An injection crafted to steer one model rarely steers all of them the same way. When answers diverge, that divergence is itself a signal: the disagreement is surfaced and escalated rather than silently resolved in the attacker's favour. Consensus does not make deception impossible. It raises the bar from fooling one reader to fooling several dissimilar ones at once, and it turns a silent compromise into a visible flag.

Prompt Injection Is the Number One AI Threat: Defending a System That Cannot Phone Home, illustration 4

Hardware-attested identity and post-quantum signed audit chains

Containment answers what a model can do. Accountability answers what actually happened. In the SIOS, every action is cryptographically sealed. Identity is hardware-attested, so an instruction is bound to a specific, verifiable machine and operator rather than to a claim that can be forged in text. A model cannot assert its way into an authority it was never granted.

Each action is written to a post-quantum signed audit chain: an append-only, tamper-evident record whose signatures are chosen to withstand adversaries with future computing power. If an injection ever does induce an unexpected action, the record of it cannot be quietly edited away after the fact. For a regulator or an auditor, this is the difference between a plausible story and offline verifiability, evidence that can be checked without trusting a vendor's live service to be honest at the moment of the query.

This is also where standards work becomes concrete rather than aspirational. ISO/IEC 42001 asks organisations to manage AI risk in a governed, auditable way. A sealed, verifiable action chain is a direct instrument for that duty, not paperwork bolted on beside the system.

What the 2026 regulatory picture actually demands

The regulations converging this year do not ask whether a model can be attacked. They assume it can be, and they ask what controls, records and continuity an operator has in place. The EU AI Act's high-risk obligations, DORA's operational-resilience regime for financial entities, and NIS2's duties across essential sectors all point in the same direction: demonstrable containment and demonstrable evidence.

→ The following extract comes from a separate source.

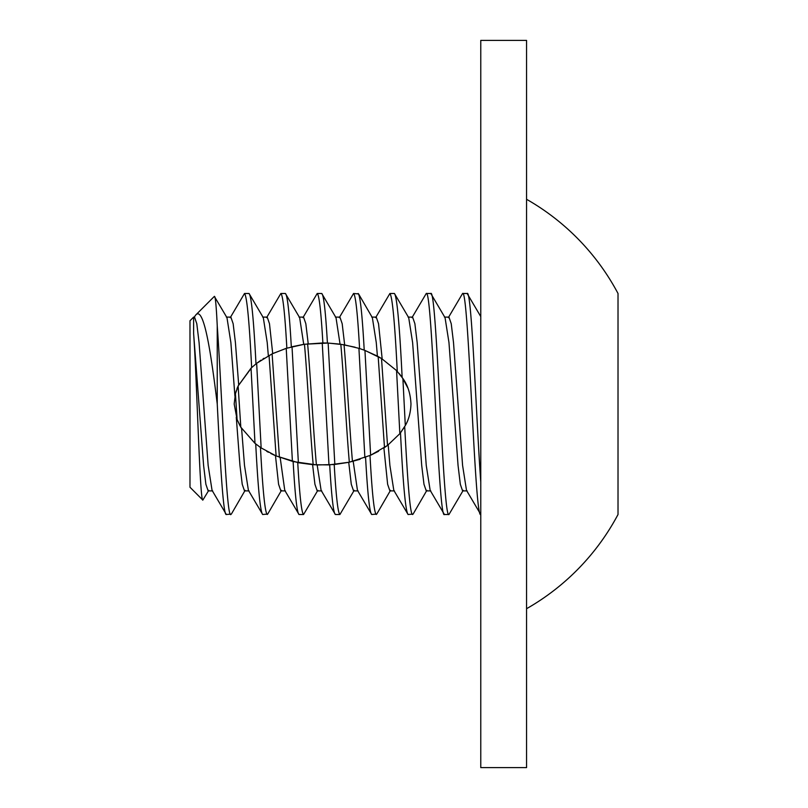 <?xml version="1.0" encoding="UTF-8"?>
<svg xmlns="http://www.w3.org/2000/svg" width="808" height="808" viewBox="0 0 808 808"><rect width="100%" height="100%" fill="white"/><g stroke="black" fill="none" stroke-linecap="round" stroke-linejoin="round"><path stroke-width="1.21" d="M239.976 425.755L237.097 419.554L240.814 427.21L254.995 443.36L261.146 447.915L276.114 455.944L298.374 462.731L313.191 464.721L328.977 464.903L349.329 462.206L370.62 455.257L387.527 445.43L399.849 433.664L405.303 425.533C408.767 419.695 410.656 412.514 410.979 404C410.484 393.738 407.788 385.224 402.889 378.477L396.566 370.579L381.517 358.489L364.943 350.399L359.58 348.541C357.591 313.322 355.581 294.971 353.55 293.496L358.59 293.93L372.357 317.665L376.265 342.562L377.407 356.096L382.174 358.904L378.538 323.725L376.265 317.11L371.72 317.11M412.615 514.504C409.959 515.161 407.414 477.134 404.697 426.604L400.495 432.846C403.041 484.144 405.576 511.353 408.07 514.504L413.11 514.07L426.876 490.335M408.07 514.504L393.809 490.335L389.9 465.438L388.204 444.915L383.901 447.986L387.628 484.275L389.9 490.89L394.435 490.89M378.588 451.248L370.104 455.49M365.671 457.318L365.57 457.358C367.6 493.88 369.65 512.928 371.72 514.504L376.76 514.07L390.527 490.335M360.065 459.298L348.733 462.327L334.209 464.539L317.16 464.954L293.132 461.58L275.467 455.672L278.578 484.275L280.851 490.89L285.396 490.89M297.839 462.631L297.738 462.6C299.647 495.87 301.596 513.171 303.566 514.504L317.837 490.335M274.579 455.278L270.811 453.5M268.418 452.258L266.721 451.329M261.883 448.389L259.257 446.612M255.843 444.046L255.722 443.956C258.045 488.658 260.368 512.171 262.681 514.504L267.711 514.07L281.487 490.335M262.681 514.504L248.409 490.335L244.501 465.438L241.592 428.482L240.814 427.21L238.118 385.982L251.743 367.468M234.179 404L237.097 419.554L235.431 393.749L234.179 404L235.431 393.749L238.118 385.982L251.036 368.135L254.995 443.36M208.787 490.335L202.838 500.101L189.981 487.234L189.981 320.766L193.627 317.11L193.627 318.19M202.838 500.101C199.919 502.596 196.839 378.265 193.627 333.654L193.627 317.11L194.526 317.11L196.798 323.725L199.071 342.562L208.151 465.438L212.06 490.335L226.331 514.504L231.371 514.07L245.137 490.335M193.89 317.665L195.738 314.999L214.362 296.385C215.332 295.859 216.292 305.687 217.241 325.866C221.776 389.163 226.331 519.595 230.876 514.504M526.563 767.6L526.563 40.4L480.77 40.4L480.77 767.6L526.563 767.6M526.563 608.707A235.583 235.583 0 0 0 618.019 514.504L618.019 293.496A235.583 235.583 0 0 0 526.563 199.293M480.77 482.134C476.225 418.837 471.68 288.406 467.135 293.496L480.77 316.574M467.135 293.496L462.59 293.496C468.65 286.678 474.71 521.322 480.77 514.504L466.499 490.335L462.59 465.438L453.51 342.562L451.238 323.725L448.965 317.11L444.42 317.11M430.785 293.496L426.25 293.496C432.3 286.678 438.36 521.322 444.42 514.504L448.965 514.504C442.905 521.322 436.845 286.678 430.785 293.496L445.056 317.665L448.965 342.562L458.055 465.438L460.318 484.275L462.59 490.89L467.135 490.89M408.07 317.11L412.615 317.11L414.888 323.725L417.16 342.562L426.25 465.438L430.159 490.335L444.42 514.504M448.965 514.504L463.226 490.335M448.329 317.665L462.59 293.496M411.979 317.665L426.25 293.496M399.091 373.407L402.142 377.386C399.546 324.796 396.981 296.829 394.435 293.496L408.707 317.665L412.615 342.562L421.705 465.438L423.978 484.275L426.25 490.89L430.785 490.89M394.435 293.496L389.9 293.496C392.334 296.334 394.789 322.281 397.263 371.326M375.629 317.665L389.9 293.496M358.096 293.496C360.156 295.051 362.196 313.928 364.216 350.137L377.407 356.096M334.209 464.539C336.077 496.607 337.986 513.262 339.916 514.504L354.187 490.335M339.916 514.504L335.37 514.504C333.441 513.272 331.553 496.728 329.684 464.873M339.279 317.665L353.55 293.496M321.746 293.496L317.201 293.496C319.12 294.718 321.018 311.201 322.877 342.935L327.422 343.026C325.563 311.231 323.665 294.728 321.746 293.496L336.007 317.665L340.057 344.137L355.045 347.198M303.566 514.504L299.021 514.504C297.031 513.12 295.071 495.486 293.132 461.58M302.939 317.665L317.201 293.496M303.727 344.339L291.324 346.885C289.375 312.686 287.396 294.9 285.396 293.496L299.657 317.665L303.727 344.339L322.877 342.935M285.396 293.496L280.851 293.496C282.881 294.95 284.881 313.171 286.85 348.147L272.7 353.581L269.488 323.725L267.216 317.11L262.681 317.11M266.589 317.665L280.851 293.496M255.984 363.842C253.662 319.261 251.349 295.809 249.046 293.496L263.307 317.665L267.216 342.562L268.337 355.783M249.046 293.496L244.501 293.496C246.874 296.061 249.258 320.746 251.652 367.549M230.24 317.665L244.501 293.496M256.267 363.62L261.024 360.166M263.004 358.883L263.964 358.287M236.279 417.231L239.956 465.438L242.228 484.275L244.501 490.89L249.046 490.89M193.627 333.654L203.606 465.438L205.878 484.275L208.151 490.89L212.696 490.89M214.362 296.385L226.967 317.665L230.876 342.562L234.916 396.162M260.469 447.46C262.721 490.042 264.974 512.393 267.216 514.504M327.422 343.026L340.057 344.137M312.585 464.671L314.928 484.275L317.201 490.89L321.746 490.89M348.733 462.327L351.278 484.275L353.55 490.89L358.096 490.89M370.003 455.54C372.074 493.183 374.154 512.838 376.265 514.504M402.142 377.386L408.01 388.294M235.744 392.547L236.3 390.719M236.926 388.89L237.653 387.052M226.331 317.11L230.876 317.11L233.148 323.725L235.411 342.562L238.683 384.749M280.174 457.581L284.759 490.335L299.021 514.504M299.021 317.11L303.566 317.11L305.838 323.725L308.222 343.743M317.16 464.954L321.109 490.335L335.37 514.504M335.37 317.11L339.916 317.11L342.188 323.725L344.663 344.875M353.187 461.287L357.459 490.335L371.72 514.504M195.738 314.999C203.707 305.858 210.747 350.773 217.241 404C220.251 463.014 223.311 516.049 226.331 514.504M217.241 325.866L217.241 404M364.873 457.621L358.924 348.339L344.046 344.764L328.139 343.057L304.464 344.228L286.224 348.339L272.104 353.864L256.651 363.317L251.036 368.135M402.889 378.477L405.303 425.533M396.566 370.579L399.849 433.664M364.943 350.399L370.62 455.257M328.139 343.057L334.835 464.479M322.24 342.935L328.977 464.903M292.021 346.703L298.374 462.731M286.224 348.339L292.405 461.398M256.651 363.317L261.146 447.915M269.034 355.409L276.114 455.944M304.464 344.228C307.383 376.518 310.272 432.886 313.191 464.721M340.814 344.248C343.673 375.7 346.46 429.997 349.329 462.206M378.164 356.52L384.497 447.582M272.104 353.864L279.416 457.288M307.616 343.814C310.565 376.195 313.464 432.906 316.413 464.913M344.046 344.764C346.874 376.053 349.622 429.422 352.46 461.469M381.517 358.489L387.527 445.43"/></g></svg>
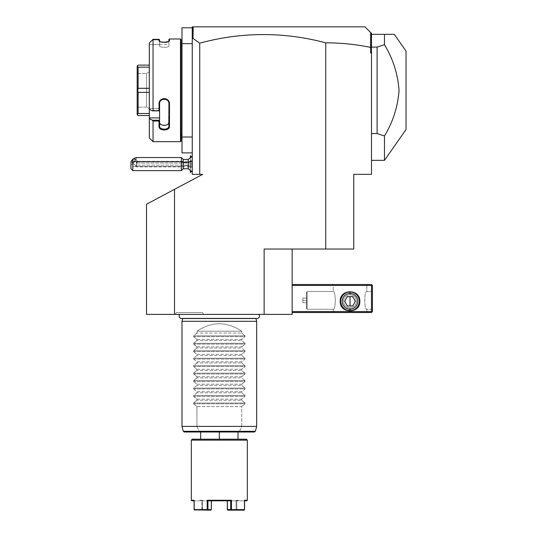 <?xml version="1.0" encoding="UTF-8"?>
<svg xmlns="http://www.w3.org/2000/svg" width="537" height="537" viewBox="0 0 537 537"><rect width="100%" height="100%" fill="white"/><g stroke="black" fill="none" stroke-linecap="round" stroke-linejoin="round"><path stroke-width="0.4" stroke-dasharray="2.69 2.01" d="M193.192 26.85L192.461 27.575L193.192 26.85L192.253 26.85L192.253 28.891L192.253 26.85L364.965 26.85L371.013 32.905L371.497 36.221L371.497 33.388L370.671 32.556L370.671 47.35L371.497 47.9L371.497 36.221L371.497 174.35L353.762 174.35L353.762 249.034L325.751 249.034L325.751 42.839C340.968 42.839 355.917 44.363 370.597 47.41L370.597 52.988L371.497 52.988L370.597 52.988L371.497 51.747L370.597 52.988L370.597 47.41L371.497 47.9L371.497 174.35L353.762 174.35L353.762 249.034L264.137 249.034L264.137 314.387L174.518 314.387L174.518 189.333L146.514 204.228L202.697 174.35L174.518 189.333L174.518 314.387L146.514 314.387L292.148 314.387L264.137 314.387L264.137 249.034L325.751 249.034L325.751 42.839A475.285 336.081 -90 0 0 199.724 43.175L199.724 174.35L192.253 174.35L192.253 38.932L192.991 38.375L199.724 43.175L199.724 174.35L202.697 174.35L192.253 174.35L192.253 137.009L192.253 152.877L192.253 137.009L192.253 152.877L192.253 137.009L181.989 137.009L192.253 137.009L192.253 43.651L181.989 43.651L192.253 43.651L192.253 27.783L192.253 43.651L192.253 27.783L181.989 27.783L192.253 27.783L192.253 43.651L192.253 28.891L192.253 38.932L192.991 38.375L199.724 43.175A475.285 336.081 -90 0 1 325.751 42.839C340.968 42.839 355.917 44.363 370.597 47.41L370.671 32.556L364.965 26.85L193.192 26.85L192.461 27.575L192.991 27.045L192.991 38.375L192.991 27.045L192.253 28.891L192.991 27.045M179.861 314.387L258.794 314.387L179.861 314.387M203.604 314.387L175.31 314.387L203.604 314.387L202.523 312.514L176.384 312.514L175.31 314.387L203.604 314.387L175.31 314.387L176.384 312.514L202.523 312.514L176.384 312.514L202.523 312.514L203.604 314.387M192.253 161.308L192.253 171.927L192.253 166.859L190.427 167.812L192.253 166.859L192.253 170.618L192.253 157.549L192.253 161.308L190.427 160.348L192.253 161.308M181.989 152.877L192.253 152.877L181.989 152.877L181.989 27.783L181.989 152.877M181.989 135.143L181.989 45.524L181.989 135.143M181.056 45.524L181.056 135.143L181.056 45.524M181.056 39.543L181.056 141.117L181.056 39.543M180.492 38.986L180.492 141.674L180.492 38.986M168.054 41.718L169.477 40.671L169.477 38.986L169.477 40.671L168.92 41.215C169.215 42.967 159.281 42.967 159.583 41.215L159.019 40.671L159.583 41.215L159.583 39.845L159.583 45.974L159.583 39.899L159.583 44.584L149.313 44.584L149.313 43.027L149.313 109.293L152.421 110.857L153.045 110.595L153.045 39.342L152.421 39.899L159.583 39.845L159.019 39.342L153.045 39.342L152.421 39.899L159.583 39.845L159.019 39.342L159.019 40.671L159.617 41.349L159.019 40.671L159.019 39.342L153.045 39.342L153.045 110.595L159.019 110.595L159.019 103.856C158.724 97.197 169.773 97.19 169.477 103.856L169.477 126.464C169.773 131.109 158.724 131.102 159.019 126.464L159.019 121.06L153.045 121.06L153.045 141.674L153.045 121.06L152.421 120.234L159.583 120.234L159.583 126.067L159.583 113.206L159.583 117.892L149.313 117.892L149.313 137.942M168.92 39.543L168.92 41.215L169.477 40.671L164.564 42.275M162.919 42.215L160.415 41.711M160.395 41.705L163.026 42.228M165.624 42.215L167.202 41.96M159.617 41.349L159.583 41.215C159.281 42.967 169.215 42.967 168.92 41.215L168.92 45.974C169.215 47.699 159.281 47.699 159.583 45.974L159.583 41.215C159.281 42.967 169.215 42.967 168.92 41.215L168.92 45.974C169.215 47.699 159.281 47.699 159.583 45.974L159.583 44.584L159.583 45.974C159.281 47.699 169.215 47.699 168.92 45.974C168.92 44.135 168.92 44.135 168.92 45.974L168.92 41.215C169.215 42.967 159.281 42.967 159.583 41.215L159.583 45.974L159.583 41.215M159.583 39.845L159.583 44.584L149.313 44.584L149.313 43.027L149.313 44.584L159.583 44.584L159.583 39.899L152.421 39.899L159.583 39.845M168.92 41.215L168.92 45.974C169.215 47.699 159.281 47.699 159.583 45.974L159.583 44.584L149.313 44.584L149.313 43.027L149.313 117.892L149.313 108.514L149.313 109.293L149.313 108.514L159.583 108.514L159.583 120.234L159.583 117.892L149.313 117.892L149.313 118.67M149.313 67.159L149.313 115.536L149.313 65.125L138.11 65.125L137.177 66.058L137.177 90.37L138.11 92.364L138.11 113.508L149.313 113.508L149.313 115.536L138.11 115.536L149.313 115.536L149.313 113.508L138.11 113.508L138.11 92.364L149.313 92.364L149.313 113.508L149.313 92.364L138.11 92.364L137.177 90.37L137.177 114.603L138.11 115.536L137.177 114.603L137.177 66.058L138.11 65.125L149.313 65.125L149.313 92.364L149.313 88.303L138.11 88.303L137.177 90.297L138.11 88.303L149.313 88.303L149.313 67.159L138.11 67.159L149.313 67.159M159.583 120.322L159.019 121.06L153.045 121.06L152.421 120.234L159.583 120.234L159.019 121.06L159.019 126.464L159.583 126.067L159.583 120.322M159.019 126.464C158.724 131.102 169.773 131.109 169.477 126.464L169.477 103.856L168.92 103.708L168.92 126.067C169.222 130.189 159.274 130.189 159.583 126.067L159.019 126.464M169.477 103.856C169.773 97.19 158.724 97.197 159.019 103.856L159.019 110.595L159.583 110.83L159.583 103.708C159.274 97.841 169.222 97.841 168.92 103.708L169.477 103.856M159.019 110.595L152.421 110.857L159.019 110.595M152.421 110.857L149.313 109.293L149.313 108.514L159.583 108.514L159.583 110.857L152.421 110.857M159.583 103.708L159.583 122.188L160.013 123.57L159.583 122.188L159.583 126.067C159.274 130.189 169.222 130.189 168.92 126.067L168.92 102.829C169.215 96.962 159.281 96.962 159.583 102.829L159.583 122.188L159.583 102.829C159.281 96.962 169.215 96.962 168.92 102.829C169.215 96.962 159.281 96.962 159.583 102.829C159.281 96.962 169.215 96.962 168.92 102.829L168.92 103.708C169.222 97.841 159.274 97.841 159.583 103.708L159.583 102.829L159.583 103.708M160.59 124.208L162.912 125.249L160.59 124.208M164.06 125.369L164.57 125.369L164.06 125.369M166.262 125.081L168.209 123.919L166.262 125.081M168.578 123.429L168.92 102.829L168.578 123.429M159.583 110.857L159.583 108.514L149.313 108.514L149.313 109.293L149.313 108.514L159.583 108.514L159.583 110.857M138.11 67.159L138.11 88.303L138.11 67.159M137.177 108.071L137.177 72.596L137.177 108.071L138.11 107.138L138.11 73.529L137.177 72.596L137.177 108.071L137.177 72.596L138.11 73.529L138.11 107.138L137.177 108.071M138.11 107.138L138.11 73.529L146.514 73.529L146.514 107.138L138.11 107.138L146.514 107.138L146.514 73.529L138.11 73.529L138.11 107.138M149.313 108.749L149.313 71.911L146.514 73.529L146.514 107.138L149.313 108.749L149.313 71.911L149.313 108.749L146.514 107.138L146.514 73.529L149.313 71.911L149.313 108.749M264.137 249.034L292.148 249.034L264.137 249.034L292.148 249.034L292.148 314.387L292.148 249.034L264.137 249.034M371.497 34.321L371.497 133.559C371.497 168.766 371.497 168.766 371.497 133.559L371.497 34.321L371.497 47.102L377.102 47.102L384.465 44.699L384.465 34.321L371.497 34.321L384.465 34.321L384.465 44.699C392.99 58.768 397.85 73.978 399.045 90.33C397.85 106.688 392.99 121.899 384.465 135.962L377.102 133.559L371.497 133.559L371.497 47.102L377.102 47.102L377.102 133.559L371.497 133.559L371.497 160.348L371.497 34.321M371.497 36.221L371.013 32.905L371.497 33.388L371.497 36.221M394.272 34.321L384.465 34.321L394.272 34.321M384.465 160.348L384.465 135.962L384.465 160.348M406.039 129.538L406.039 51.122L406.039 129.538M377.102 47.102L384.465 44.699C392.99 58.768 397.85 73.978 399.045 90.33C397.85 106.688 392.99 121.899 384.465 135.962L377.102 133.559L377.102 47.102M292.148 312.514L292.148 284.509L292.148 312.514L371.497 312.514L292.148 312.514L292.148 311.581L292.148 312.514M332.289 312.514L367.764 312.514L332.289 312.514L367.764 312.514L366.831 311.581L333.222 311.581L333.222 309.252C335.94 309.674 335.94 291.088 333.222 291.51L333.222 285.442L366.831 285.442L366.831 291.51C364.106 291.088 364.106 309.674 366.831 309.252L372.43 309.252L372.43 291.51L372.43 309.252L372.43 291.51L366.831 291.51L372.43 291.51L372.43 309.252L366.831 309.252C364.106 309.674 364.106 291.088 366.831 291.51C364.106 291.088 364.106 309.674 366.831 309.252L366.831 311.581L366.831 309.252C364.106 309.674 364.106 291.088 366.831 291.51L366.831 285.442L333.222 285.442L332.289 284.509L367.764 284.509L332.289 284.509L367.764 284.509L366.831 285.442L367.764 284.509L332.289 284.509L333.222 285.442L366.831 285.442L333.222 285.442L333.222 291.51C335.94 291.088 335.94 309.674 333.222 309.252L333.222 311.581L366.831 311.581L333.222 311.581L332.289 312.514L333.222 311.581L366.831 311.581L367.764 312.514L332.289 312.514M292.148 285.442L292.148 311.581L292.148 284.509L292.148 285.442L371.497 285.442L292.148 285.442M371.497 284.509L292.148 284.509L371.497 284.509L371.966 284.979L371.497 285.442L371.497 311.581L292.148 311.581L371.497 311.581L371.966 312.051L371.497 312.514L372.43 311.581L372.43 285.442L371.497 284.509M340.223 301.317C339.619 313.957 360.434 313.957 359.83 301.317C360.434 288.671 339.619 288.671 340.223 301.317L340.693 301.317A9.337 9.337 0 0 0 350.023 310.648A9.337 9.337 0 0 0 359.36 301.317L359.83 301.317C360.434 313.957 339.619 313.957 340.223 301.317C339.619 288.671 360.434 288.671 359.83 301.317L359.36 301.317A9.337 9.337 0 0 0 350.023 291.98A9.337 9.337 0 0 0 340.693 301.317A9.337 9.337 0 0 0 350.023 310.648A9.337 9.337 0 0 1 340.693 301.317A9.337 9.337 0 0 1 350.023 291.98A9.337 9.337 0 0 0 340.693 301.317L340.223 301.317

An architecture that keeps data on operator hardware, denies a manipulated model an outbound channel, requires agreement across independent models for weighty actions and seals every action into a verifiable chain speaks to each of these regimes in the language they use. It is a set of engineering commitments a buyer can inspect, not a set of assurances they must take on trust. The Mickai patent position, 104 filed UK patent applications and approximately 2,340 claims owned by Mickai LTD, all filed and patent pending, covers a good deal of this mechanism, though the relevant point for a buyer is that the controls are real and testable today.

Designing for the attack that lands

The mature response to prompt injection topping the risk charts is not to promise a model that can never be fooled. No serious engineer can promise that, and 2026 has shown why. The response is to build so that a fooled model is a contained event with a complete record, rather than an open door.

That is the standard the SIOS is held to: offline operation on owned hardware, a zero-egress inbound perimeter, cross-model consensus before consequential action, hardware-attested identity and a post-quantum signed audit chain underneath all of it. Each layer assumes the one above it may fail. As indirect injection grows more inventive, and it will, the systems that endure are likely to be the ones that were never asked to phone home in the first place. The reader is invited to test that claim against their own threat model, which is exactly the scrutiny it is built to withstand.